-- Exercise --
Where a line of the records holds the string "commit", copy that line.

-- Records to use --
[Start of section]

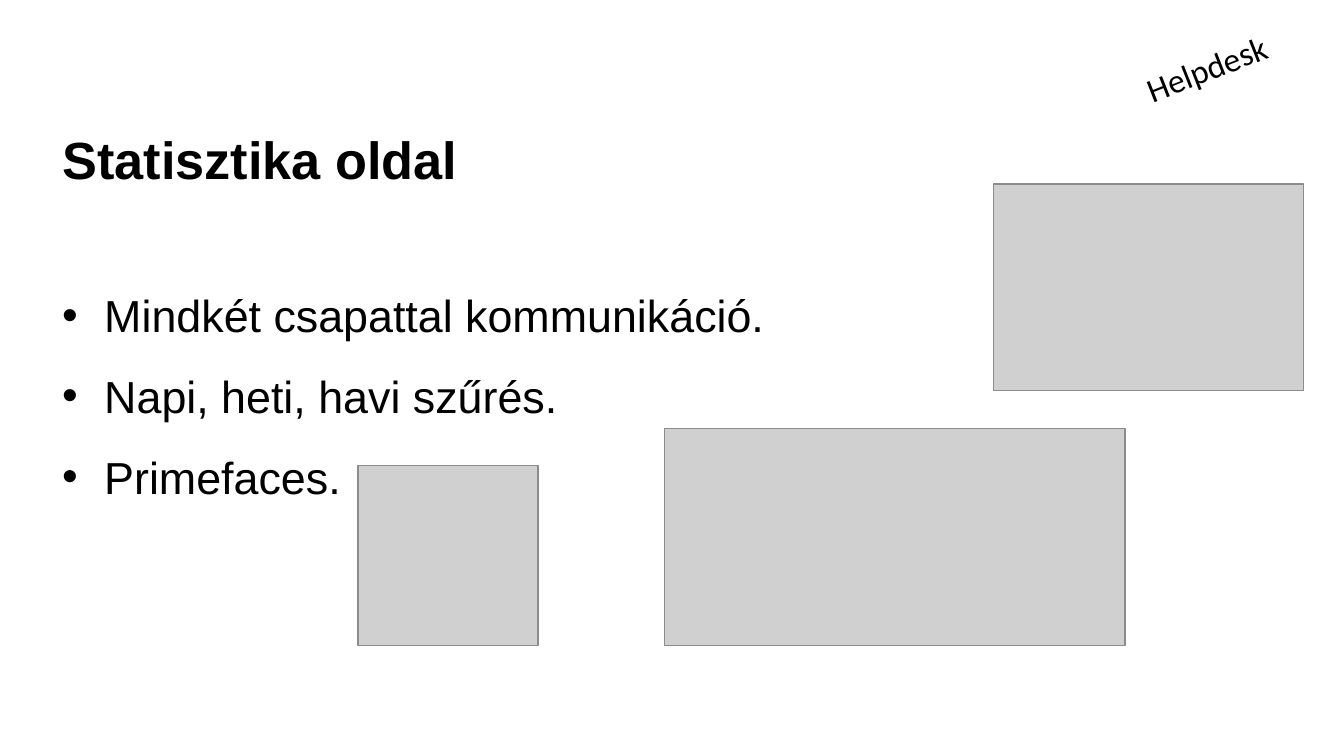
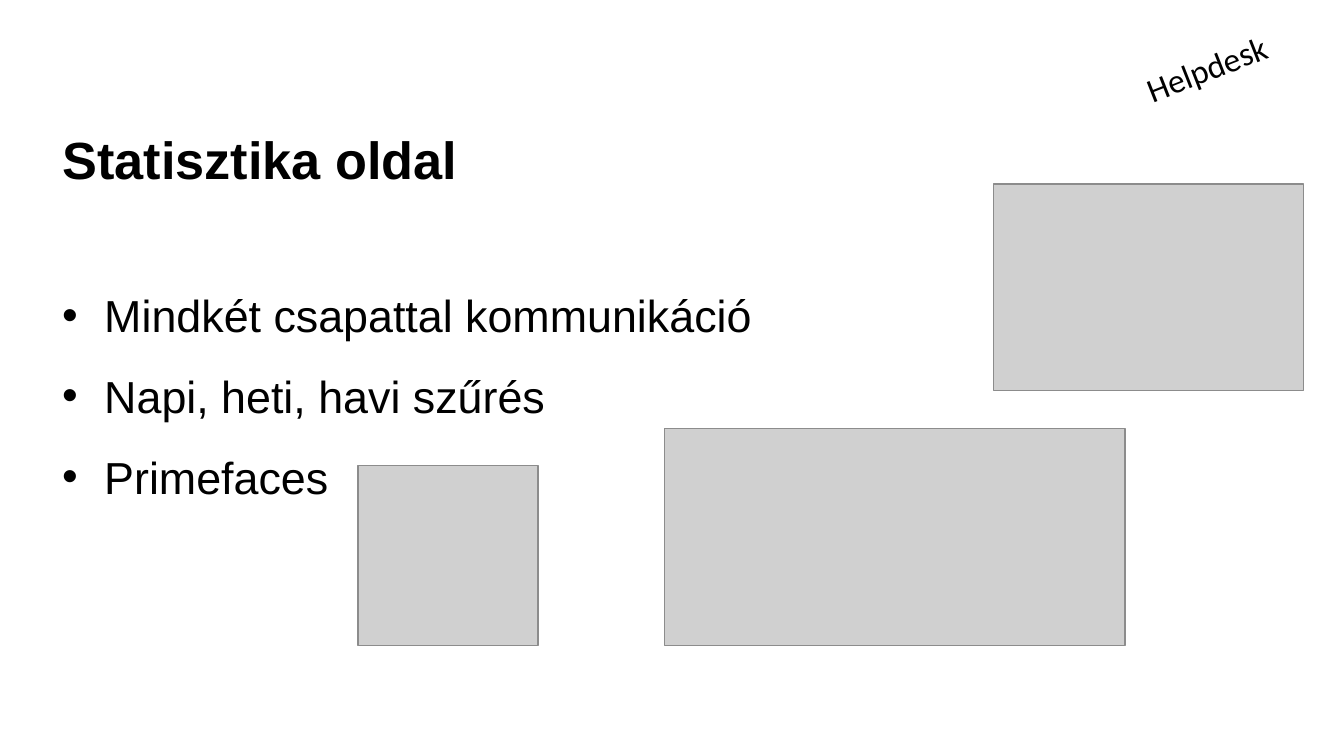
Before and after one commit to schonherz-java-ee-2016-q4/project, a slide deck: slide 8 of presentation/Helpdesk/Németh Marcell/marcell_nemeth.pptx. Drawn at 1344x756 pixels with LibreOffice and Linux fonts; fonts in the diff are those of the drawing; grey boxes stand for pictures; background and template pictures are left out. Boxes give left, top, right and bottom in pixels: in the first picture for what was removed or moved away, otherwise in the second. Text is boxed around its words. In the diff, an @@ line names an element or a change of style, - is before the commit and + after.

```diff
--- a/presentation/Helpdesk/Németh Marcell/marcell_nemeth.pptx
+++ b/presentation/Helpdesk/Németh Marcell/marcell_nemeth.pptx
@@ text at [104,299,751,495]: text changed @@
-• Mindkét csapattal kommunikáció.
-• Napi, heti, havi szűrés.
-• Primefaces.
+• Mindkét csapattal kommunikáció
+• Napi, heti, havi szűrés
+• Primefaces
```
Also in this commit, not shown: 6 other slides changed.

[End of section]

-- Expected answer --
Before and after one commit to schonherz-java-ee-2016-q4/project, a slide deck: slide 8 of presentation/Helpdesk/Németh Marcell/marcell_nemeth.pptx. Drawn at 1344x756 pixels with LibreOffice and Linux fonts; fonts in the diff are those of the drawing; grey boxes stand for pictures; background and template pictures are left out. Boxes give left, top, right and bottom in pixels: in the first picture for what was removed or moved away, otherwise in the second. Text is boxed around its words. In the diff, an @@ line names an element or a change of style, - is before the commit and + after.
Also in this commit, not shown: 6 other slides changed.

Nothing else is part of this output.